PVLocker.com (www.pvlocker.com), the 2012 winner of the XBIZ Award for Innovative Web/Tech Product of the Year, is a major departure from Pink Visual’s subscription-based model. Offering content that is sold one scene at a time, PVLocker enables users to store their purchased content in Pink Visual’s server ‘cloud,’ where they can then watch the videos in cross-platform fashion on their PC, smartphone or tablet device.
Another aspect of Pink Visual’s strategy that will remain firmly in place is the studio’s anti-piracy efforts, Vivas said.
“We are going to continue to enforce our intellectual property rights vigorously, including through litigation when necessary,” Vivas said. “It’s not that we are eager to sue anybody, but we aren’t going to hesitate to do so when the situation calls for it.”
Vivas explained that litigation is just one aspect of Pink Visual’s anti-piracy approach, which she describes as a “comprehensive effort driven as much by technical innovation as by legal action.”
“We don’t separate our anti-piracy strategy from our overall business strategy,” Vivas said. “Building and launching sites like PVLocker.com and PinkVisualGames.com is a direct result of our focus on the root causes of widespread piracy, and reflect our belief that if you offer a higher quality experience to consumers, more of them will buy.”
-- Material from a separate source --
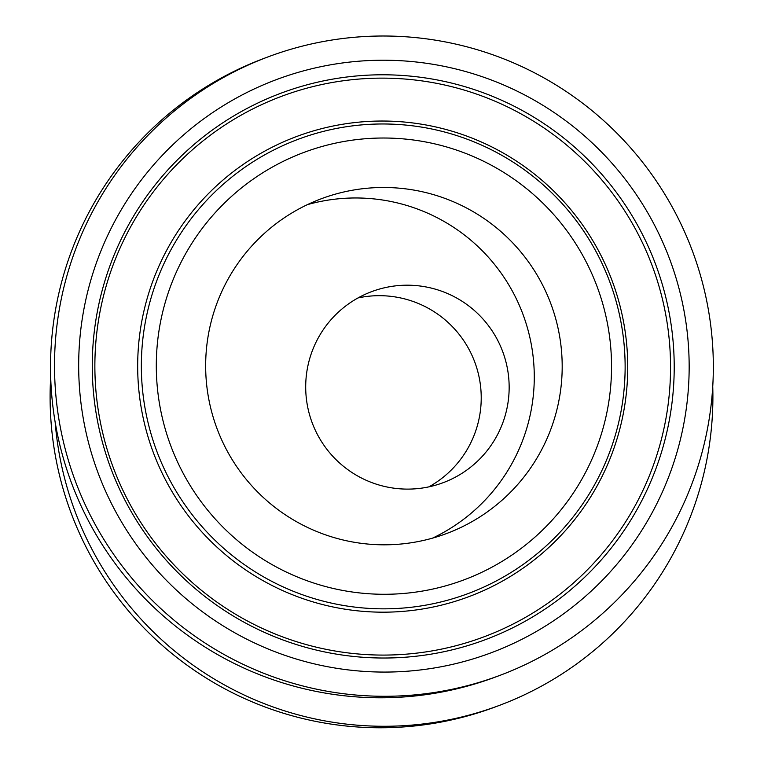 <?xml version="1.0" encoding="UTF-8"?>
<svg xmlns="http://www.w3.org/2000/svg" width="764" height="764" viewBox="0 0 764 764"><rect width="100%" height="100%" fill="white"/><g stroke="black" fill="none" stroke-linecap="round" stroke-linejoin="round"><path stroke-width="1.15" d="M712.745 386.508A330.268 329.294 -110.6 0 1 712.879 400.823A330.268 329.294 -110.6 0 1 499.599 705.315A330.268 329.294 -110.6 0 1 55.151 422.11M499.599 705.315L495.616 706.815A330.268 329.294 -110.6 0 1 50.691 377.273M358.001 297.941A101.994 101.688 -110.6 0 1 428.938 486.84M205.669 363.616A178.728 178.203 -110.6 0 1 321.09 198.831A178.728 178.203 -110.6 0 1 550.749 303.499A178.728 178.203 -110.6 0 1 446.759 533.473A178.728 178.203 -110.6 0 1 205.669 363.616M713.309 370.836A330.268 329.294 -110.6 0 1 500.028 675.328A330.268 329.294 -110.6 0 1 75.655 481.912A330.268 329.294 -110.6 0 1 267.82 56.966A330.268 329.294 -110.6 0 1 713.309 370.836M500.028 675.328L496.046 676.828A330.268 329.294 -110.6 0 1 71.673 483.402A330.268 329.294 -110.6 0 1 263.838 58.465L267.82 56.966M432.577 538.123A178.728 178.203 69.4 0 0 534.265 379.164A178.728 178.203 69.4 0 0 366.032 198.268A178.728 178.203 69.4 0 0 307.357 204.656M509.149 388.599A101.994 101.688 69.4 0 0 371.571 291.667A101.994 101.688 69.4 0 0 305.705 385.705A101.994 101.688 69.4 0 0 443.282 482.638A101.994 101.688 69.4 0 0 509.149 388.599M381.131 594.258A228.216 227.538 -110.6 0 1 188.202 249.293A228.216 227.538 -110.6 0 1 582.426 254.899A228.216 227.538 -110.6 0 1 381.131 594.258M380.281 608.812A242.522 241.806 69.4 0 0 625.114 369.843A242.522 241.806 69.4 0 0 386.202 123.997A242.522 241.806 69.4 0 0 141.369 362.967A242.522 241.806 69.4 0 0 380.281 608.812M385.705 121.056A245.664 244.938 -110.6 0 1 627.721 370.091A245.664 244.938 -110.6 0 1 379.708 612.155A245.664 244.938 -110.6 0 1 137.692 363.12A245.664 244.938 -110.6 0 1 385.705 121.056M387.663 60.251A306.039 305.132 69.4 0 0 117.723 515.337A306.039 305.132 69.4 0 0 646.382 522.853A306.039 305.132 69.4 0 0 387.663 60.251M386.804 74.815A291.733 290.874 -110.6 0 1 674.192 370.54A291.733 290.874 -110.6 0 1 379.679 657.995A291.733 290.874 -110.6 0 1 92.291 362.27A291.733 290.874 -110.6 0 1 386.804 74.815M386.231 78.157A288.582 287.732 -110.6 0 1 670.525 370.693A288.582 287.732 -110.6 0 1 379.183 655.054A288.582 287.732 -110.6 0 1 94.889 362.508A288.582 287.732 -110.6 0 1 386.231 78.157"/></g></svg>

Vivas also emphasized that offering a quality experience to consumers “involves much more than just entertaining them,” adding that the importance of treating customers right is something the adult entertainment industry needs to “fully absorb” in order to improve the state of the industry.
“As an industry, there’s still a lot of room for our public image to improve,” Vivas said. “Of course there’s an unfair stigma attached to what we do, but some of the negative perceptions people have about the adult industry are perceptions that the industry itself has created and encouraged in the past. As an industry we need to work towards to winning respect through ethical and fair practices. Holding each other accountable and respecting each other’s intellectual property rights is part of that, but the bigger part is how we interact with our customers. That’s where we need to earn respect first and foremost, and then a broader respect of society as a whole will follow.”